President Donald Trump’s fiscal year 2020 budget set aside $138 million for more construction on the Charleston project. This federal money, if approved by Congress, will help fund more of the federal government’s share of the $558 million project costs.
Deepening work involves multiple contracts, with each one responsible for dredging a section of the harbor or a river to achieve more depth for larger cargo ships being deployed by ocean carriers. The eventual 52-foot depth will yield the deepest harbor on the East Coast, port officials have said.
“Federal funding at such a high level reflects the importance of our project to the nation and supports the continued progress of construction to 52 feet,” S.C. Ports Authority’s Board Chairman Bill Stern said in a statement.
Inclusion in the president's budget also makes the project eligible for congressional funding this year through the Energy and Water Appropriations Bill, the port said.
U.S. Sen. Lindsey Graham called the allocation “a major step forward,” noting that Congress will “now have the opportunity to appropriate the funds to ensure this project stays on track to completion.”
U.S. Rep. Jim Clyburn said, “While the president’s budget is dead on arrival, I will work on my side of the Capitol and with our delegation to ensure the final product contains adequate funding for the Charleston Harbor deepening project.”
Port officials said last year that they hoped to be included in the president’s budget after the Army Corps of Engineers recalculated the project’s benefit-to-cost ratio to a score of 6.4, based on the port’s cargo volume growth.

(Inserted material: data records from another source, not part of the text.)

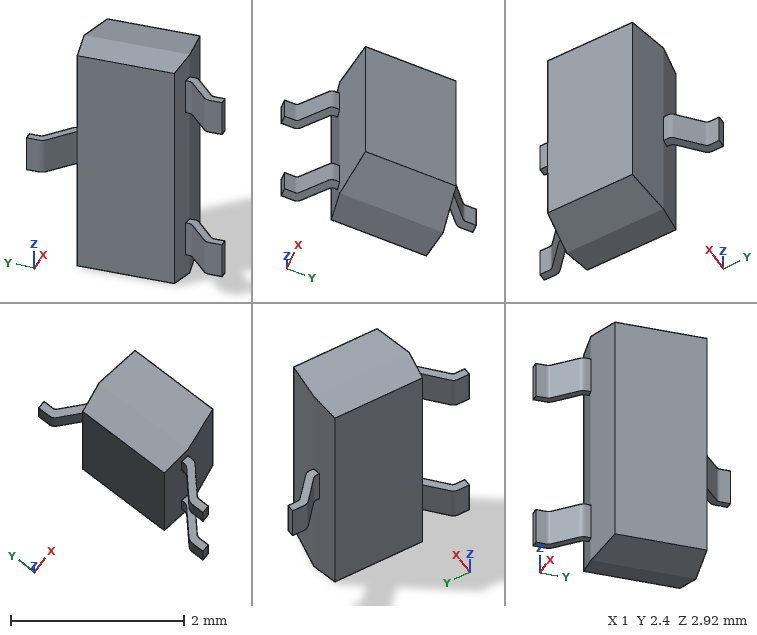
import cadquery as cq
import math

HOUSING_LENGTH = 2.92
HOUSING_WIDTH = 1.296
DRAFT_ANGLE = 8.0
STANDOFF = 0.05
PARTING_X = 0.425
TOTAL_HEIGHT = 1.0

LEAD_SPAN = 2.4
LEAD_WIDTH = 0.425
LEAD_THICKNESS = 0.1
LEAD_OFFSET_Z = 0.952
FOOT_CORNER_LENGTH = 0.201
SLOPE_ANGLE = 48.0
FOOT_OUTER_RADIUS = 0.105
FOOT_INNER_RADIUS = 0.058
SHOULDER_OUTER_RADIUS = 0.088
SHOULDER_INNER_RADIUS = 0.08

LEAD_PLACES = [(-1, -LEAD_OFFSET_Z), (-1, LEAD_OFFSET_Z), (1, 0.0)]


def make_housing_half(rectangle, depth):
    """Extrude a half from the parting plane, along the normal of the given workplane."""
    return rectangle.extrude(depth, taper=DRAFT_ANGLE)


def make_housing():
    parting_center = (PARTING_X, 0, 0)
    far_side = cq.Workplane("YZ", origin=parting_center).rect(HOUSING_WIDTH, HOUSING_LENGTH)
    foot_side = cq.Workplane("ZY", origin=parting_center).rect(HOUSING_LENGTH, HOUSING_WIDTH)
    far_half = make_housing_half(far_side, TOTAL_HEIGHT - PARTING_X)
    foot_half = make_housing_half(foot_side, PARTING_X - STANDOFF)
    return far_half.union(foot_half)


def make_lead(side, center_z):
    """Build a lead on the +Y side, ending flush on the drafted wall, then place it."""
    tip_y = LEAD_SPAN / 2
    shoulder_x = PARTING_X - LEAD_THICKNESS
    foot_outer_y = tip_y - FOOT_CORNER_LENGTH
    slope_run = shoulder_x / math.tan(math.radians(SLOPE_ANGLE))
    corner_shift = LEAD_THICKNESS * math.tan(math.radians(SLOPE_ANGLE / 2))
    shoulder_inner_y = foot_outer_y - slope_run
    wall_y = HOUSING_WIDTH / 2
    wall_setback = LEAD_THICKNESS * math.tan(math.radians(DRAFT_ANGLE))

    foot_outer = (0, foot_outer_y)
    shoulder_inner = (shoulder_x, shoulder_inner_y)
    shoulder_outer = (PARTING_X, shoulder_inner_y + corner_shift)
    foot_inner = (LEAD_THICKNESS, foot_outer_y + corner_shift)
    outline = [
        (0, tip_y),
        foot_outer,
        shoulder_inner,
        (shoulder_x, wall_y - wall_setback),
        (PARTING_X, wall_y),
        shoulder_outer,
        foot_inner,
        (LEAD_THICKNESS, tip_y),
    ]
    lead = cq.Workplane("XY").polyline(outline).close().extrude(LEAD_WIDTH / 2, both=True)

    bends = [
        (foot_outer, FOOT_OUTER_RADIUS),
        (shoulder_inner, SHOULDER_INNER_RADIUS),
        (shoulder_outer, SHOULDER_OUTER_RADIUS),
        (foot_inner, FOOT_INNER_RADIUS),
    ]
    for (x, y), radius in bends:
        lead = lead.edges(cq.NearestToPointSelector((x, y, 0))).fillet(radius)

    if side < 0:
        lead = lead.mirror("XZ")
    return lead.translate((0, 0, center_z))


housing = make_housing()
leads = [make_lead(side, center_z) for side, center_z in LEAD_PLACES]

result = cq.Compound.makeCompound([housing.val(), *[lead.val() for lead in leads]])

Infrastructure projects across the country receive a score that can determine the likelihood of receiving federal dollars, said Barbara Melvin, the ports authority’s COO.
“I think it’s a commitment by this administration to complete the infrastructure that’s under construction,” Melvin said of the president’s budget allocation.

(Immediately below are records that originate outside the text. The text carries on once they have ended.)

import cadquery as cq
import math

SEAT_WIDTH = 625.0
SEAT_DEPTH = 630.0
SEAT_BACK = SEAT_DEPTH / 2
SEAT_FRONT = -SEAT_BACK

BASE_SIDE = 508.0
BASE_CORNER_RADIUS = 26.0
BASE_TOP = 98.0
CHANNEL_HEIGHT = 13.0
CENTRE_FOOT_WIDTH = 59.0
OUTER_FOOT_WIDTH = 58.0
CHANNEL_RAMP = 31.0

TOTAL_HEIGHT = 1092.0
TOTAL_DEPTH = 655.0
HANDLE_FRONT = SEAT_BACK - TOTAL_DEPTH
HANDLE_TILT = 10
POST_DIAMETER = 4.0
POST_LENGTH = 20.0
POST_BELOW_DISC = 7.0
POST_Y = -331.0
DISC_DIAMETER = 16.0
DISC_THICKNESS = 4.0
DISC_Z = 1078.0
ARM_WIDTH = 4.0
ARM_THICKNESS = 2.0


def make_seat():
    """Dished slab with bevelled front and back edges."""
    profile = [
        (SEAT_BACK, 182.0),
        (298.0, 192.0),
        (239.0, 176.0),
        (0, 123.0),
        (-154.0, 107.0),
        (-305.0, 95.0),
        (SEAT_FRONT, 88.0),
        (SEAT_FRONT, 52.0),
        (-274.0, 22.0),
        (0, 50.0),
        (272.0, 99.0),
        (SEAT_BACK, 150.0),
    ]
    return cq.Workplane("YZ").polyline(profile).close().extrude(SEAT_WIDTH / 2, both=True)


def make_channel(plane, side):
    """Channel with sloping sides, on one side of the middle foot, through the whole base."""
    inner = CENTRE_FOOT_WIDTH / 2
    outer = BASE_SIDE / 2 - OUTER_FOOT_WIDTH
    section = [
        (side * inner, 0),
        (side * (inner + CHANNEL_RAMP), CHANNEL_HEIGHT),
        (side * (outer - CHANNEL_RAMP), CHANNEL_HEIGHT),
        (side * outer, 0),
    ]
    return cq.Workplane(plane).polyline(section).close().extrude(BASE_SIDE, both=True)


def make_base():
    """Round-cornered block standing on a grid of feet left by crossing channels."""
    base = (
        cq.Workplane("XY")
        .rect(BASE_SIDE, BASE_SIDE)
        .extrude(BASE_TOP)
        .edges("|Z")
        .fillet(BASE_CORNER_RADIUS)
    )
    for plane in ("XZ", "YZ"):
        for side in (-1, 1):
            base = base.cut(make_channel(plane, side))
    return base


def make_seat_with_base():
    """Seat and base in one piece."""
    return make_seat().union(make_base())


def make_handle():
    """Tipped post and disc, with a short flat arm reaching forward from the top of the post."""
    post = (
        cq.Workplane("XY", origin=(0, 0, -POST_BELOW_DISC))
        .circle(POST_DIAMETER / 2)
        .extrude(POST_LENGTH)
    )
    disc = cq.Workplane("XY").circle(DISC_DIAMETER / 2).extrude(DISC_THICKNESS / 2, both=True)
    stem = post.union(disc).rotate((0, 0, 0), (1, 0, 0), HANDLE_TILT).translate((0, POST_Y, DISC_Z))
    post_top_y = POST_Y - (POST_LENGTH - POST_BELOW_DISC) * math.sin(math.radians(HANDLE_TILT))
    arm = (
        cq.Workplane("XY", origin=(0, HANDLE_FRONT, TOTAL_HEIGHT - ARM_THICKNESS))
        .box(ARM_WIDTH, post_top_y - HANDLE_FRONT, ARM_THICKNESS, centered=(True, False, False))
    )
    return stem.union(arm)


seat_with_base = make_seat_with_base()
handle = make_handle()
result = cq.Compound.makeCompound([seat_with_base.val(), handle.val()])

The next round of work on the harbor project involves dredging from the harbor up the Wando River to the Wando Welch Terminal in Mount Pleasant, deepening from 45 feet to 52 feet. The contract will likely be awarded in the first half of this year.

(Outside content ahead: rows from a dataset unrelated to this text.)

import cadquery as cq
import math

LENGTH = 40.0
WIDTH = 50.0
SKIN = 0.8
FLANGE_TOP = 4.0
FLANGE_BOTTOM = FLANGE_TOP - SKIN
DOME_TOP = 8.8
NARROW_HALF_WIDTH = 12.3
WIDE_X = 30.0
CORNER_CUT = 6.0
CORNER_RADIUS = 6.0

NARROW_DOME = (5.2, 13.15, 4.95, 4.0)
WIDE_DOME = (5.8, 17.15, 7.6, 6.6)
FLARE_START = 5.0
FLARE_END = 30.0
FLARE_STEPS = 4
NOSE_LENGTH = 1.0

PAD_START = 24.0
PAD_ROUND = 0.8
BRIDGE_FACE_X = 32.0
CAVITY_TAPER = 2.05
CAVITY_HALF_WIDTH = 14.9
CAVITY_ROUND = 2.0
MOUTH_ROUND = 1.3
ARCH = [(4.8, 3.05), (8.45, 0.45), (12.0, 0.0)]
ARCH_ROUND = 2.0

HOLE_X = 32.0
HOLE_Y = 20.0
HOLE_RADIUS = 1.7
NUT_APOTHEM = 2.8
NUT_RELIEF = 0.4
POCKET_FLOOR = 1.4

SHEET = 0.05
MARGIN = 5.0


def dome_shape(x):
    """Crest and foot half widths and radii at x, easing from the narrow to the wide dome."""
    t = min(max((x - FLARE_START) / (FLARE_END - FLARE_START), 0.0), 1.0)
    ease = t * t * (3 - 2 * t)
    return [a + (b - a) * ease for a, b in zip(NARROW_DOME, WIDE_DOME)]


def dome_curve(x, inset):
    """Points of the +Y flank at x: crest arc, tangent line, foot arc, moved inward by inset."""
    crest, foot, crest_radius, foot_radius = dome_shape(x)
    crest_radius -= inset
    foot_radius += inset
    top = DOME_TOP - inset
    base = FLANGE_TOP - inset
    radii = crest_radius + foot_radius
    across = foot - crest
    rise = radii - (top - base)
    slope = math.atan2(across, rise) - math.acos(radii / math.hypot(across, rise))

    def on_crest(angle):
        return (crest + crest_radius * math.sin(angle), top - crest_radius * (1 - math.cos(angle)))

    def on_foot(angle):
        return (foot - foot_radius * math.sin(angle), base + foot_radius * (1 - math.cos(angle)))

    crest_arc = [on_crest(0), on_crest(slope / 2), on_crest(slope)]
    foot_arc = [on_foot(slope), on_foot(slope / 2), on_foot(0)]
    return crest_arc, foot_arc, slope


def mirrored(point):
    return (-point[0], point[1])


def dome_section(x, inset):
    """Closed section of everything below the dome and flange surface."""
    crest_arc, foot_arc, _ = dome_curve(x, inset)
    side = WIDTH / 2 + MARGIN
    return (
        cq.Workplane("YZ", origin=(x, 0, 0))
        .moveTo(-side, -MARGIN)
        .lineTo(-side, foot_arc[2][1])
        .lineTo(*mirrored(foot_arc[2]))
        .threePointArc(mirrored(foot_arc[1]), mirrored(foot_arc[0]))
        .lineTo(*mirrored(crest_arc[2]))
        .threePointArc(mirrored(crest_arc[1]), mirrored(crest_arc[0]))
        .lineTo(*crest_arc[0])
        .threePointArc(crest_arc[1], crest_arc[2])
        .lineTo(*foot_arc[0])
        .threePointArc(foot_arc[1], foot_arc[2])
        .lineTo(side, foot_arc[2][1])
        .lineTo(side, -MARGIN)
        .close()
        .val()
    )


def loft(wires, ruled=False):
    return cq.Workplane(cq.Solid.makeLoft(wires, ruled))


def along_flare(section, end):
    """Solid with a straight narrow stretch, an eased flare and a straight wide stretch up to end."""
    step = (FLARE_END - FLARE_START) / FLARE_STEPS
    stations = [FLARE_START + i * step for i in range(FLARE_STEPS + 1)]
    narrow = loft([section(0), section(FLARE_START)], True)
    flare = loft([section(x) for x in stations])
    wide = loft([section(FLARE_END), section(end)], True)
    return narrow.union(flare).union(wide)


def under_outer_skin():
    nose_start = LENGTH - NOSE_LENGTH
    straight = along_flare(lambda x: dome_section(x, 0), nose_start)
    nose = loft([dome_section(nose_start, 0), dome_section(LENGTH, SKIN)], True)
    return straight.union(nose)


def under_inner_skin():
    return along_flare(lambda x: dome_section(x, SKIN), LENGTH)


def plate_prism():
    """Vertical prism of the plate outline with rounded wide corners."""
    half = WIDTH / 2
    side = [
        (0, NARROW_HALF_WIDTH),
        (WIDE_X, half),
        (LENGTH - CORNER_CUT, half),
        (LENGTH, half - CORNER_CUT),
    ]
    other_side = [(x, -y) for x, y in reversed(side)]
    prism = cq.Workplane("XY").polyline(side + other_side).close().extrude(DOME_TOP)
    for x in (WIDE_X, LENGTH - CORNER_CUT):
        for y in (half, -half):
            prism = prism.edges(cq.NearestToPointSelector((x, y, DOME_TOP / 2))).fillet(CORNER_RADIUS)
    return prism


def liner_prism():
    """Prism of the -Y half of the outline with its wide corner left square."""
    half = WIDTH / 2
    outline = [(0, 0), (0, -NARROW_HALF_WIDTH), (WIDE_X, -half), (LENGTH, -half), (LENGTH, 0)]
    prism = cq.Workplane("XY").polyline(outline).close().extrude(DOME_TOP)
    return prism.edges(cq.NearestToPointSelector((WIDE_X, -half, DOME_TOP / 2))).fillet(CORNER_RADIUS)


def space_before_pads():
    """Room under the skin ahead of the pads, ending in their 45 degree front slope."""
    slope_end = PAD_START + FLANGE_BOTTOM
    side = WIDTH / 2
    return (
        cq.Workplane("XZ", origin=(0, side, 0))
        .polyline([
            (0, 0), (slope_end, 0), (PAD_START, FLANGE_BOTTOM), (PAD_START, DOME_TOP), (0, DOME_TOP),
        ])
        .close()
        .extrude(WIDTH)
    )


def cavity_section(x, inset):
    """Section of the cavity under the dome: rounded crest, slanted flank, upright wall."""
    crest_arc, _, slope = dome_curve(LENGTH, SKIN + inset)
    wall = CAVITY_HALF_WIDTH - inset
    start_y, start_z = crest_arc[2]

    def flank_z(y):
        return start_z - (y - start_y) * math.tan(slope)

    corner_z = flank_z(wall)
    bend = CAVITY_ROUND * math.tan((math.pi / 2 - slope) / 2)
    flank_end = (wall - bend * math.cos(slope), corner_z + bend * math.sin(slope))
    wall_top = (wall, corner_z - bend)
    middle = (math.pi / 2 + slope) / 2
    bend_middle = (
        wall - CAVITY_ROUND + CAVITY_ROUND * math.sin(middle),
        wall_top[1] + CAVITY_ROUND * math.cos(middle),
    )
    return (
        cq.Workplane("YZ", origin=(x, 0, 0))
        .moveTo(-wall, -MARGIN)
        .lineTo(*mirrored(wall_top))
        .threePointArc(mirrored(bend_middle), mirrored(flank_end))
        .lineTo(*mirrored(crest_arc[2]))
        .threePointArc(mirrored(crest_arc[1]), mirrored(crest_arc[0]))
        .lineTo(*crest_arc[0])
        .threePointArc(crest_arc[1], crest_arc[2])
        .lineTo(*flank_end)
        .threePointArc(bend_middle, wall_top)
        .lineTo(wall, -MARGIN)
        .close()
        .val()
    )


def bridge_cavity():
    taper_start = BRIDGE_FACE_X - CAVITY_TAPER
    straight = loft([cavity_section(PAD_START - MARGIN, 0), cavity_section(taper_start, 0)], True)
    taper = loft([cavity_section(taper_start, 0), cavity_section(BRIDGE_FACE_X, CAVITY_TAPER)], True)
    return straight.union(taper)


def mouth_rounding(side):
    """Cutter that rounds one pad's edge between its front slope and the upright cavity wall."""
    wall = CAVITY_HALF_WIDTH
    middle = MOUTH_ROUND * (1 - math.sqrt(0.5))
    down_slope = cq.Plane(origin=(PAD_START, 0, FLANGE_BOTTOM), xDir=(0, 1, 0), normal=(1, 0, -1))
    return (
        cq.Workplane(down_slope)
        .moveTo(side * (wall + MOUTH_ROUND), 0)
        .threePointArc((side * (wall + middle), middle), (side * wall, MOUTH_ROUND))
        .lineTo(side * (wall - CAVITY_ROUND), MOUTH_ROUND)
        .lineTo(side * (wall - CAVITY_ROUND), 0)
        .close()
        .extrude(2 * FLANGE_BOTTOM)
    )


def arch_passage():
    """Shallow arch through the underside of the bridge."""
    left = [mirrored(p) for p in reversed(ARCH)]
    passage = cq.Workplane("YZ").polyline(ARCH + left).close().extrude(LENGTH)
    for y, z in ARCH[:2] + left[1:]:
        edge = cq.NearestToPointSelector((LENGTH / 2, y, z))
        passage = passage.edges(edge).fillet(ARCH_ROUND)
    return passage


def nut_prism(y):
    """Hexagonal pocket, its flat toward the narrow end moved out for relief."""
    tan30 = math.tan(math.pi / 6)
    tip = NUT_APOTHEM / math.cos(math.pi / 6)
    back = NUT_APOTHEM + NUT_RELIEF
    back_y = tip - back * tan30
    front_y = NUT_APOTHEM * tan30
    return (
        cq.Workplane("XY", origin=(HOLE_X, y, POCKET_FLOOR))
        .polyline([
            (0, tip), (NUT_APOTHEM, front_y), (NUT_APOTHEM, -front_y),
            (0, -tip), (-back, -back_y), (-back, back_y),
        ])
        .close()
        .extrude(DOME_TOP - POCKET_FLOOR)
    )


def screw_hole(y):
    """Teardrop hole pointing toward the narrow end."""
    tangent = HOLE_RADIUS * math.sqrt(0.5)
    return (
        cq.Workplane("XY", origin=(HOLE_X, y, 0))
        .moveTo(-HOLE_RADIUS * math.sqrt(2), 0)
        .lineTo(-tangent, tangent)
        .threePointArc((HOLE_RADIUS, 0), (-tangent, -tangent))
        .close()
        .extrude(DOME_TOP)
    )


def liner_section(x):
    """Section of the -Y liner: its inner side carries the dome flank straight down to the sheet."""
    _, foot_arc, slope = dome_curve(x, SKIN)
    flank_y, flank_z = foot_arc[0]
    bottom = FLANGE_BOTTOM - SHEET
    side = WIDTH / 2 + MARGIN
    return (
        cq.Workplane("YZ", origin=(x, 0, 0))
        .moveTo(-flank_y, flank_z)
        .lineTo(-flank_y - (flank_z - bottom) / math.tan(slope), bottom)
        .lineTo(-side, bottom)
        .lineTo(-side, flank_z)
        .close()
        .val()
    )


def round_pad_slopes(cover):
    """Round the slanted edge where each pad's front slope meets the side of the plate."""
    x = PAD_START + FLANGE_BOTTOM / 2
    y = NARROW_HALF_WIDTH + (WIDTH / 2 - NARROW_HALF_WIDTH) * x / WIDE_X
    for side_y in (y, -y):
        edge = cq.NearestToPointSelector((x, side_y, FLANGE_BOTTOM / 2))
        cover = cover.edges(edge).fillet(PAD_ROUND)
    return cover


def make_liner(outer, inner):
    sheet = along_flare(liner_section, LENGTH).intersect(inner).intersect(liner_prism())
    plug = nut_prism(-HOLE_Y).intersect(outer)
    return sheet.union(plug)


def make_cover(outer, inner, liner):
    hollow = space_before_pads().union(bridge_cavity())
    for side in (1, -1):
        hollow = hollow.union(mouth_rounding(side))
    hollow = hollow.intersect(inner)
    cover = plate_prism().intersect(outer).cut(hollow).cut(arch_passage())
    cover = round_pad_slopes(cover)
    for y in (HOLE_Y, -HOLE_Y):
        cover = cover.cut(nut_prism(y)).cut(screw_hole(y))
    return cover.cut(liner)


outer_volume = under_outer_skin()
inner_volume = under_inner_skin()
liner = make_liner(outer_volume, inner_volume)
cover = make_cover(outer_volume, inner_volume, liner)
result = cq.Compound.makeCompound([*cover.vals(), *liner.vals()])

The federal government and the state share the cost of the deepening project. With current cost projections, enough money has been set aside, but expenses could fluctuate over the next several years amid rising construction costs. Additionally, there is no guarantee that Congress will greenlight the money Trump set aside.
The deepening project has secured $246 million so far from federal coffers, including this $138 million and $108 million of previously allocated money from the Army Corps of Engineers’ work plans.
The state allocated $350 million — $300 million was set aside in 2012 and $50 million came from a loan last year — to keep the project on track while waiting for federal money. Port officials expect to use some federal dollars to reimburse the state for additional spending.